I have had severe depressive episodes off and on for many years. I get very little help from prescription antidepressants. They generally make my anxiety worse and induce intollerable apathy. If anything turns me off to exercise its a prescription of paxil and zyprexa.
Exercise is *not* something that works immediately. In mice studies, the types of biochemical changes in nerotransmitter function, brain growth factor levels, neurogenesis, cytogenesis and HPA axis functioning do not occur over night.
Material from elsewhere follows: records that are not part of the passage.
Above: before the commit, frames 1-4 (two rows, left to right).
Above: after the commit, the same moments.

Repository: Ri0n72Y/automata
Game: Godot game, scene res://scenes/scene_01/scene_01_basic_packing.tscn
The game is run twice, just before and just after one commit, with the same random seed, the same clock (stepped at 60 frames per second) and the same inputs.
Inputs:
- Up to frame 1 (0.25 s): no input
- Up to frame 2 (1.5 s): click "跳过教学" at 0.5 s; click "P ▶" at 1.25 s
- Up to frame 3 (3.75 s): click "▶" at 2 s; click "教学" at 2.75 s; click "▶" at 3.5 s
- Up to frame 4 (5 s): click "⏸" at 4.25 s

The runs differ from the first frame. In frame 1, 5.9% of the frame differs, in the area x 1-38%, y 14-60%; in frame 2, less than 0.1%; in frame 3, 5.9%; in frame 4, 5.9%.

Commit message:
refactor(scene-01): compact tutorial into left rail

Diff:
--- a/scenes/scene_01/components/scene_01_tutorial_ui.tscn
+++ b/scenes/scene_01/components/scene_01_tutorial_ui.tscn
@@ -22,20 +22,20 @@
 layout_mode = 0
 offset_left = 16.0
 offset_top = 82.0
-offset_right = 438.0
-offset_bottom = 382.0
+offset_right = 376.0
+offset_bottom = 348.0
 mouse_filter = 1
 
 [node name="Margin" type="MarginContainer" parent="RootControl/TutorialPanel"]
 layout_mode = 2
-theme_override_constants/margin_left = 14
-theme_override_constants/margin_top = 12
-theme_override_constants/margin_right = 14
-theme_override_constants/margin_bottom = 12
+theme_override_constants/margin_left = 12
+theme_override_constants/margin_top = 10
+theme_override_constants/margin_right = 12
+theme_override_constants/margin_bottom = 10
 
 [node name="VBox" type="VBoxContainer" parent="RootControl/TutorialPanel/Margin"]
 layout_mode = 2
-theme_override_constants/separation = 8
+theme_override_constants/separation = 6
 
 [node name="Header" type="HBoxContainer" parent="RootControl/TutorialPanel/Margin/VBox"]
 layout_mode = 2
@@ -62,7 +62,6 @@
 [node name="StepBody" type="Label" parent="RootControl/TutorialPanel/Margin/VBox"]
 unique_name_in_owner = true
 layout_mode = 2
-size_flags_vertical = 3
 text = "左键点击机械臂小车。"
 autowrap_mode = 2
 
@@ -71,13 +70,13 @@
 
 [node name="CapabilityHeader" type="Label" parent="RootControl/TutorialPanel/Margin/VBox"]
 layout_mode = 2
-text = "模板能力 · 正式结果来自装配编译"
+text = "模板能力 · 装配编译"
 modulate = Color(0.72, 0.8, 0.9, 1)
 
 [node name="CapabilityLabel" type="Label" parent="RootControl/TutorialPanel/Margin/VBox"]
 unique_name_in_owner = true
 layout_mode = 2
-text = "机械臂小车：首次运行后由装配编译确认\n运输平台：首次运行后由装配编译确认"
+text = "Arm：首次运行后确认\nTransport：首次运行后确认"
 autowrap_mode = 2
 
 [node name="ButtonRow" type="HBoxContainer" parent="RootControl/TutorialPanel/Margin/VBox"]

The notion that exercise chooses its responders is only supported by a few studies. Sure its true that some patients cannot complete the studies but that doesn't mean that it would not have had an effect if the treatment were continued.
If there is a biochemical target of antidepressant agents, then exercise modifies it.
Oftentimes, exercise produces a much more robust effect on brain growth factor levels than antidepressants do. For instance, in the following study, escitalopram alone had no effect on BDNF levels, whereas exercise alone had a significant effect. The antidepressant effect of BDNF administration is evident in many anmial studies.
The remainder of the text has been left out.